Home Education I left the class to work at Edtech. I still teach...

I left the class to work at Edtech. I still teach and lead.

 I left the class to work at Edtech.  I still teach and lead.

For the second year of training in a pandemic, despite all my efforts to remain optimistic, I could not get rid of the feeling that the education system had deteriorated.

The hope that the pandemic would force leaders to reconsider their priorities in education seemed to fade with each passing day. With each passing moment as I approached the third school year after 2020, it seemed to me that something else needed to be done. Like many teachers, I felt exhausted and exceeded my limit by trying to keep together schools with a lack of resources.

At my own school there have been many unexpected retirements, a trend happening across the state and across the country. Some colleagues have stated that they do not intend to return to the 2021-22 school year. There was a feeling that someone who could easily leave was going. The teachers, myself included, were looking for change from demoralization, staff shortages and many other problems.

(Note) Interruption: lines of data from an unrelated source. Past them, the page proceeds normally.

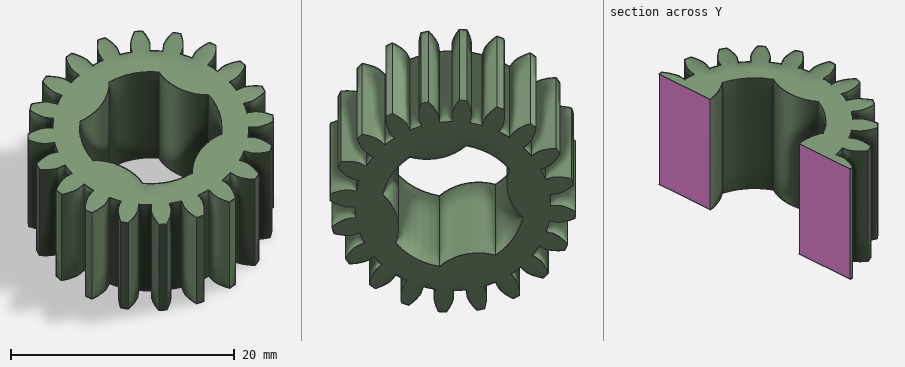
import cadquery as cq
import math

outside_diameter = 22.0
face_width = 12.5
tooth_count = 20
pressure_angle = math.radians(20)
dedendum_factor = 1.25
bore_radius = 6.35
lobe_count = 4
lobe_clearance_radius = 5.1
lobe_radius = 5.0
flank_samples = 6

module = outside_diameter / (tooth_count + 2)
tip_radius = outside_diameter / 2
pitch_radius = module * tooth_count / 2
root_radius = pitch_radius - dedendum_factor * module
base_radius = pitch_radius * math.cos(pressure_angle)


def polar(radius, angle):
    return (radius * math.cos(angle), radius * math.sin(angle))


def involute(angle):
    return math.tan(angle) - angle


base_half_angle = math.pi / (2 * tooth_count) + involute(pressure_angle)


def flank_points(center_angle, side):
    """Involute points from base to tip; side is -1 or +1 about the tooth centreline."""
    points = []
    for i in range(flank_samples + 1):
        roll = math.sqrt((tip_radius / base_radius) ** 2 - 1) * i / flank_samples
        radius = base_radius * math.hypot(1, roll)
        half_angle = base_half_angle - involute(math.atan(roll))
        points.append(polar(radius, center_angle + side * half_angle))
    return points


def gear_blank():
    """Solid gear: each tooth has involute flanks that run radially below the base circle."""
    pitch_angle = 2 * math.pi / tooth_count
    outline = cq.Workplane("XY").moveTo(*polar(root_radius, -base_half_angle))
    for tooth in range(tooth_count):
        center = tooth * pitch_angle
        rising = flank_points(center, -1)
        falling = flank_points(center, 1)[::-1]
        outline = outline.lineTo(*rising[0]).spline(rising[1:], includeCurrent=True)
        outline = outline.threePointArc(polar(tip_radius, center), falling[0])
        outline = outline.spline(falling[1:], includeCurrent=True)
        outline = outline.lineTo(*polar(root_radius, center + base_half_angle))
        gap_middle = center + pitch_angle / 2
        next_root = center + pitch_angle - base_half_angle
        outline = outline.threePointArc(polar(root_radius, gap_middle), polar(root_radius, next_root))
    return outline.close().extrude(face_width)


def lobed_bore():
    """Round bore narrowed by convex lobes that bulge toward the axis."""
    bore = cq.Workplane("XY").circle(bore_radius).extrude(face_width)
    lobes = (
        cq.Workplane("XY")
        .polarArray(lobe_clearance_radius + lobe_radius, 0, 360, lobe_count)
        .circle(lobe_radius)
        .extrude(face_width)
    )
    return bore.cut(lobes)


result = gear_blank().cut(lobed_bore())

Since it became clear that we would not return to a fairer and more transformed system, I wanted to look for a role outside the classroom where I could impact a sustainable environment. So, like many teachers across the country, I left the class.

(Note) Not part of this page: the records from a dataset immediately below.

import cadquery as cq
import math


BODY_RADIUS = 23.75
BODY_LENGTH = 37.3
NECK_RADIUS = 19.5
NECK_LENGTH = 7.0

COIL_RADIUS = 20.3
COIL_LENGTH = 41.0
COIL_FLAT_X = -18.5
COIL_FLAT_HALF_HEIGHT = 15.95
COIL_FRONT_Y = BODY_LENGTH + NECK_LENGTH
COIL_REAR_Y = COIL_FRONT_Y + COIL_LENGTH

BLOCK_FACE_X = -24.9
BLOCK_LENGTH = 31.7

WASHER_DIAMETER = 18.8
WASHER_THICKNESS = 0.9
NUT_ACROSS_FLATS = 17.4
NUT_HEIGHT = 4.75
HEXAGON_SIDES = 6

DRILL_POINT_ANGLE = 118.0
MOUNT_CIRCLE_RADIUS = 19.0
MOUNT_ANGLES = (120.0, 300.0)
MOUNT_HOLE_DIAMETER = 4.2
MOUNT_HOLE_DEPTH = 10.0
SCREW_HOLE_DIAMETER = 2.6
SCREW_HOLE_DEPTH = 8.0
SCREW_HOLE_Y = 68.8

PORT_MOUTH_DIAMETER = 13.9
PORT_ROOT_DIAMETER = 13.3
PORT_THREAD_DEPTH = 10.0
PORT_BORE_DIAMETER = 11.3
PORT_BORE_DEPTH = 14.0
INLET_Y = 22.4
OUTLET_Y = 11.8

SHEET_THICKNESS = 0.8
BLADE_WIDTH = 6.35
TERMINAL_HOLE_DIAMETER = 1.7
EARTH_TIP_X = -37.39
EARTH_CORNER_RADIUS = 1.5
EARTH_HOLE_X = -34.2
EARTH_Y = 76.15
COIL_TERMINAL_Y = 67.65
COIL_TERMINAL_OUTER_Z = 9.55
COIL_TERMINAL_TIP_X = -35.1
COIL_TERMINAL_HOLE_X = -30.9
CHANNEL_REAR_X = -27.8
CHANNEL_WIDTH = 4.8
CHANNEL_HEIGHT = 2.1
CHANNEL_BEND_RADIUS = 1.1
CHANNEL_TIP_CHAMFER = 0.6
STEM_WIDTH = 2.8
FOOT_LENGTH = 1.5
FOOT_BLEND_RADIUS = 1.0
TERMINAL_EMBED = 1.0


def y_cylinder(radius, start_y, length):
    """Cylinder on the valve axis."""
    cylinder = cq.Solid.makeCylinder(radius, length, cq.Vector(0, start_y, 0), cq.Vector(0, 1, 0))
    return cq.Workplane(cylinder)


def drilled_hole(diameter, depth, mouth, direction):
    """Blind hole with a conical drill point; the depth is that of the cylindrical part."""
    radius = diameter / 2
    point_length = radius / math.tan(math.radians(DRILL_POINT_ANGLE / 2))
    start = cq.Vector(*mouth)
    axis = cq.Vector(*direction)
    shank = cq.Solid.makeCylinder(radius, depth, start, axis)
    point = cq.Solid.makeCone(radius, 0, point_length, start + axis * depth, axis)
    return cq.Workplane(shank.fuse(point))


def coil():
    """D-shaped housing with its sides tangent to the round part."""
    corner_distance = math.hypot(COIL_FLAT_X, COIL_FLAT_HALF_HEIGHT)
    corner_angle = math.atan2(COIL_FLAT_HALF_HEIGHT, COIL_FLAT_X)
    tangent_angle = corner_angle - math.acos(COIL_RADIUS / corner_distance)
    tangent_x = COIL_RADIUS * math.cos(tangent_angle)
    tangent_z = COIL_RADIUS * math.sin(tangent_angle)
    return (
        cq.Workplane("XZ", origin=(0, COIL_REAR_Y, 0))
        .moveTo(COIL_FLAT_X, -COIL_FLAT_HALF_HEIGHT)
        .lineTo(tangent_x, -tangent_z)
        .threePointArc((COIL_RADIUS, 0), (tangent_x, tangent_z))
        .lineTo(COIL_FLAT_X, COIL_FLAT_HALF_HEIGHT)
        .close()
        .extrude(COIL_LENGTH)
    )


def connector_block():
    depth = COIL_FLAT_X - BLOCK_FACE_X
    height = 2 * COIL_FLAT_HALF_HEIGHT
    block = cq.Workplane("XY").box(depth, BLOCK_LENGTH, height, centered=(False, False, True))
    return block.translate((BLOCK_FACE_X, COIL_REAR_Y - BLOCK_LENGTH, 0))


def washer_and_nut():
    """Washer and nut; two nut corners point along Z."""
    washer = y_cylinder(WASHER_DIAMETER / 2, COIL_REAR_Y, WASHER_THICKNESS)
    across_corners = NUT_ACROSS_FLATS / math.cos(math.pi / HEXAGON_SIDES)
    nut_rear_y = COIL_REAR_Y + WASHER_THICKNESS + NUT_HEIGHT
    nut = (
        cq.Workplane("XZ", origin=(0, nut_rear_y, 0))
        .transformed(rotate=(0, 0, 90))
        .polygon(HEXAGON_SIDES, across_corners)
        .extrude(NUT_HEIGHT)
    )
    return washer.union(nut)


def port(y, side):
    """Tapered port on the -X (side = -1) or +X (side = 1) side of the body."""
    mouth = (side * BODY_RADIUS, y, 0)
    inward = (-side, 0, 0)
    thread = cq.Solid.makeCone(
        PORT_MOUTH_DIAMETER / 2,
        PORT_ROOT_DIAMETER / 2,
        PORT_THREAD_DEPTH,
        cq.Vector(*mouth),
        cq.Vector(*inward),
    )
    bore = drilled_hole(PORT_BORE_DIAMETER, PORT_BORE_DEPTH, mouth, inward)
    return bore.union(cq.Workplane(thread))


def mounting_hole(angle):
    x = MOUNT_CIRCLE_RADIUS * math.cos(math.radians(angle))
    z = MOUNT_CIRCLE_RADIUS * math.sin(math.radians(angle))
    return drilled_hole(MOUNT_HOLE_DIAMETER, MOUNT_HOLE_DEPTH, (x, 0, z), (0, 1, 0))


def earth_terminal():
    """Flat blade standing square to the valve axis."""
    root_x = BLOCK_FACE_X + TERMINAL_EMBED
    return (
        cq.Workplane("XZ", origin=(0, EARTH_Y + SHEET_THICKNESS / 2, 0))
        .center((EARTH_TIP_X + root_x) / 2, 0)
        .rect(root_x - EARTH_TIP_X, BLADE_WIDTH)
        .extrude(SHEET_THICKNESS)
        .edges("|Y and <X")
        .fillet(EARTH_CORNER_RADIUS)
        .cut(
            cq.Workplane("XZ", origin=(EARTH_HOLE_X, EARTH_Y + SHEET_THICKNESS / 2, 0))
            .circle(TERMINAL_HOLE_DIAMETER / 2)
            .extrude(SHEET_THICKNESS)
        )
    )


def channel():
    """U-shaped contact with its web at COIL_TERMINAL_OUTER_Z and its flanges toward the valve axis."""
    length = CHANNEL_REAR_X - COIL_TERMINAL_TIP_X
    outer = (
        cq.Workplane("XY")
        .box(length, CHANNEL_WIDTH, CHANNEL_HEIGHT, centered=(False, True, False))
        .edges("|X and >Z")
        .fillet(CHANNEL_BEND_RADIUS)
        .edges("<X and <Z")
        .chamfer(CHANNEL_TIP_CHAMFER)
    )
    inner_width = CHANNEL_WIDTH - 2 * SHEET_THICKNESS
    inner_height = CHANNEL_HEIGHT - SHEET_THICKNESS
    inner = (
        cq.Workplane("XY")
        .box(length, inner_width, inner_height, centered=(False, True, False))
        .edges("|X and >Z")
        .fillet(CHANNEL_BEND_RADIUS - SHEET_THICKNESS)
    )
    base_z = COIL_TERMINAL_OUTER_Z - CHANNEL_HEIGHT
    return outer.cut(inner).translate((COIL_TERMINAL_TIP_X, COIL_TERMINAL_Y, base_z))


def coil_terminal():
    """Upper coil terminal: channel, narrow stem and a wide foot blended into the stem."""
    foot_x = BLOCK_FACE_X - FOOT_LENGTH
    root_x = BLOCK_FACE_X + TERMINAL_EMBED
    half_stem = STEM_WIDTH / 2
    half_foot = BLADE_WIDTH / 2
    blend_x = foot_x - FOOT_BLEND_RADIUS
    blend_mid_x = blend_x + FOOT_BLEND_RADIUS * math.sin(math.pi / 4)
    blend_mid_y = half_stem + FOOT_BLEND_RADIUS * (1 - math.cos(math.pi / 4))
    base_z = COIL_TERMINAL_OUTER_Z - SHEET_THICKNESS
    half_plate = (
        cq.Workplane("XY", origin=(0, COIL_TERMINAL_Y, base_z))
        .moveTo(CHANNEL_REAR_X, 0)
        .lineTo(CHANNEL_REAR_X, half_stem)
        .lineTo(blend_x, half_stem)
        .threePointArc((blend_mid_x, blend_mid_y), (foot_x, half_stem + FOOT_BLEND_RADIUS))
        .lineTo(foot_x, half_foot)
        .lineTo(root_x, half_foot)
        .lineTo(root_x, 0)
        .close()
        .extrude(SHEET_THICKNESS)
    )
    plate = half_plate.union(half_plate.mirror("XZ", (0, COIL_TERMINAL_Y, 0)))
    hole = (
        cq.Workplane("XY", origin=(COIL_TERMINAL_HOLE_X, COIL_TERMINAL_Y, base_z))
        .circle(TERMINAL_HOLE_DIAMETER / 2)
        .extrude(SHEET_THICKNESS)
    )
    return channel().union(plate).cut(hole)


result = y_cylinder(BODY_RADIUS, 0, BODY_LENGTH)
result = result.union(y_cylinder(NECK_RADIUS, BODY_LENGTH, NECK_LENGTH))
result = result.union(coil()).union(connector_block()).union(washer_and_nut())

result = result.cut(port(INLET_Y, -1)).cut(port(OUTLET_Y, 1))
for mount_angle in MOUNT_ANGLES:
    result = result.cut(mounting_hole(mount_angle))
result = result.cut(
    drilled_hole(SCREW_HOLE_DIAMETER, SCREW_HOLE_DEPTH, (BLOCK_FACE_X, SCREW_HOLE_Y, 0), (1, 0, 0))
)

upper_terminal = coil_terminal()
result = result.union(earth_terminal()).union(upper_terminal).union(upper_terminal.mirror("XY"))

When I started thinking seriously about leaving class, I didn’t expect to leave school completely. If anything, I imagined working as a teacher-librarian for at least another 5-10 years. It was hard for me to imagine where else I could apply my talents and find the same level of joy I got from working as a teacher. However, I was thrilled to have the opportunity to explore my passion for equity in education, technology and design learning.

There are very few career paths for teachers in education. For those who want to stay and work in schools, the only way is to climb a narrow ladder to become a school or district administrator. These positions require more advanced degrees, testing and certification, which takes time and money. It also means continuing to work in the same system, causing stress, burnout and demoralization in the first place.

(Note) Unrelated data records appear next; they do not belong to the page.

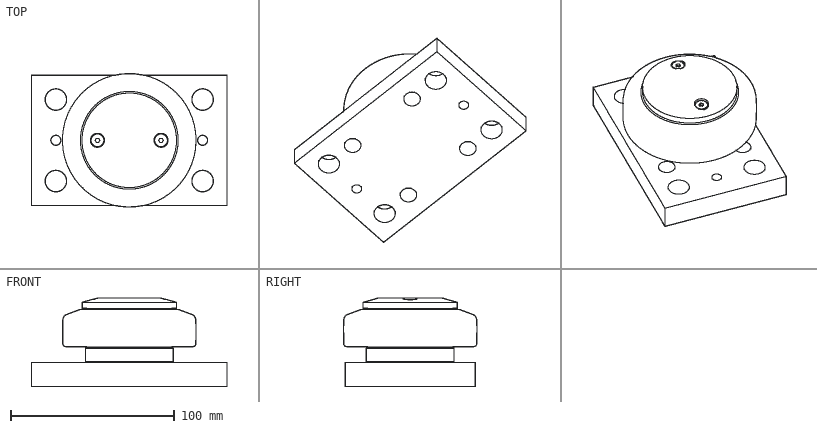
import cadquery as cq
import math

plate_length = 120.0
plate_width = 80.0
plate_thickness = 15.0

hole_row_x = 45.0
mount_hole_diameter = 13.0
mount_hole_y = 25.0
dowel_hole_diameter = 6.0
inner_hole_diameter = 10.11
inner_hole_offset = 25.0

overall_height = 54.5
stem_diameter = 54.0
core_diameter = 52.0
side_gap = 0.5
stem_chamfer = 0.5

roller_diameter = 82.0
roller_bottom_z = 24.5
roller_top_z = 47.5
roller_top_diameter = 60.0
roller_cone_angle = 20.0
crown_radius = 250.0
crown_centre_z = 33.6
top_edge_radius = 4.0
bottom_edge_radius = 2.0

disc_diameter = 58.0
disc_flat_diameter = 39.0
disc_rim_z = 51.8

screw_x = disc_flat_diameter / 2
recess_diameter = 8.6
recess_depth = 2.0
screw_head_diameter = 7.8
screw_head_drop = 1.0
socket_across_flats = 2.5
socket_depth = 1.5

stem_top_z = roller_bottom_z - side_gap
disc_bottom_z = roller_top_z + side_gap


def four_corners(x, y):
    return [(-x, -y), (x, -y), (x, y), (-x, y)]


def make_plate():
    """Rectangular plate with mounting, dowel and inner through holes."""
    plate = cq.Workplane("XY").box(plate_length, plate_width, plate_thickness, centered=(True, True, False))
    hole_sets = [
        (mount_hole_diameter, four_corners(hole_row_x, mount_hole_y)),
        (dowel_hole_diameter, [(-hole_row_x, 0), (hole_row_x, 0)]),
        (inner_hole_diameter, four_corners(inner_hole_offset, inner_hole_offset)),
    ]
    for diameter, places in hole_sets:
        holes = cq.Workplane("XY").pushPoints(places).circle(diameter / 2).extrude(plate_thickness)
        plate = plate.cut(holes)
    return plate


def make_cylinder(diameter, bottom_z, top_z):
    return cq.Workplane("XY").workplane(offset=bottom_z).circle(diameter / 2).extrude(top_z - bottom_z)


def make_stem():
    """Round stem chamfered at both ends."""
    stem = make_cylinder(stem_diameter, plate_thickness, stem_top_z)
    return stem.edges().chamfer(stem_chamfer)


def crown_r(z):
    """Radius of the crowned rolling surface at height z."""
    crown_axis_r = roller_diameter / 2 - crown_radius
    return crown_axis_r + math.sqrt(crown_radius**2 - (z - crown_centre_z) ** 2)


def make_roller():
    """Crowned roller with a conical top, both outer edges rounded."""
    top_r = roller_top_diameter / 2
    cone_run = roller_diameter / 2 - top_r
    shoulder_z = roller_top_z - cone_run * math.tan(math.radians(roller_cone_angle))
    profile = (
        cq.Workplane("XZ")
        .moveTo(0, roller_bottom_z)
        .lineTo(crown_r(roller_bottom_z), roller_bottom_z)
        .threePointArc((roller_diameter / 2, crown_centre_z), (crown_r(shoulder_z), shoulder_z))
        .lineTo(top_r, roller_top_z)
        .lineTo(0, roller_top_z)
        .close()
    )
    roller = profile.revolve(360, (0, 0), (0, 1))
    shoulder_edge = cq.selectors.NearestToPointSelector((0, 0, shoulder_z))
    roller = roller.edges(shoulder_edge).fillet(top_edge_radius)
    return roller.faces("<Z").edges().fillet(bottom_edge_radius)


def make_disc():
    """Cover disc with a flat centre and a conical outer band."""
    rim_r = disc_diameter / 2
    profile = (
        cq.Workplane("XZ")
        .moveTo(0, disc_bottom_z)
        .lineTo(rim_r, disc_bottom_z)
        .lineTo(rim_r, disc_rim_z)
        .lineTo(disc_flat_diameter / 2, overall_height)
        .lineTo(0, overall_height)
        .close()
    )
    return profile.revolve(360, (0, 0), (0, 1))


def add_screw(body, x):
    """Round recess holding a screw head with a hexagon socket."""
    recess_floor_z = overall_height - recess_depth
    head_top_z = overall_height - screw_head_drop
    recess = make_cylinder(recess_diameter, recess_floor_z, overall_height)
    head = make_cylinder(screw_head_diameter, recess_floor_z, head_top_z)
    socket_sides = 6
    socket_across_corners = socket_across_flats / math.cos(math.pi / socket_sides)
    socket = (
        cq.Workplane("XY")
        .workplane(offset=head_top_z)
        .polygon(socket_sides, socket_across_corners)
        .extrude(-socket_depth)
    )
    place = (x, 0, 0)
    return body.cut(recess.translate(place)).union(head.translate(place)).cut(socket.translate(place))


stem = make_stem()
core = make_cylinder(core_diameter, plate_thickness, disc_bottom_z)

result = make_plate().union(stem).union(core).union(make_roller()).union(make_disc())
for side in (-1, 1):
    result = add_screw(result, side * screw_x)

This makes many class teachers think outside the box. Current teachers, equipped with a set of technical skills gained from the pandemic of distance learning and the growth of technology in teaching in general, do a huge career turn in edtech or other educational organizations.

Knowledge transfer

Often, the hardest part of the transition from the classroom is the reshaping of our career path from the K-12 environment. Our world seems so isolated from other professional backgrounds, with a special language, practices and culture. It often seems that our skill set is so unique that it is impossible to pass on. This cannot be further from the truth. Teachers have a wide range of professional competencies, making them well-suited to many other positions. Teachers can manage, design, manage, mediate, facilitate, guide, research, write and more.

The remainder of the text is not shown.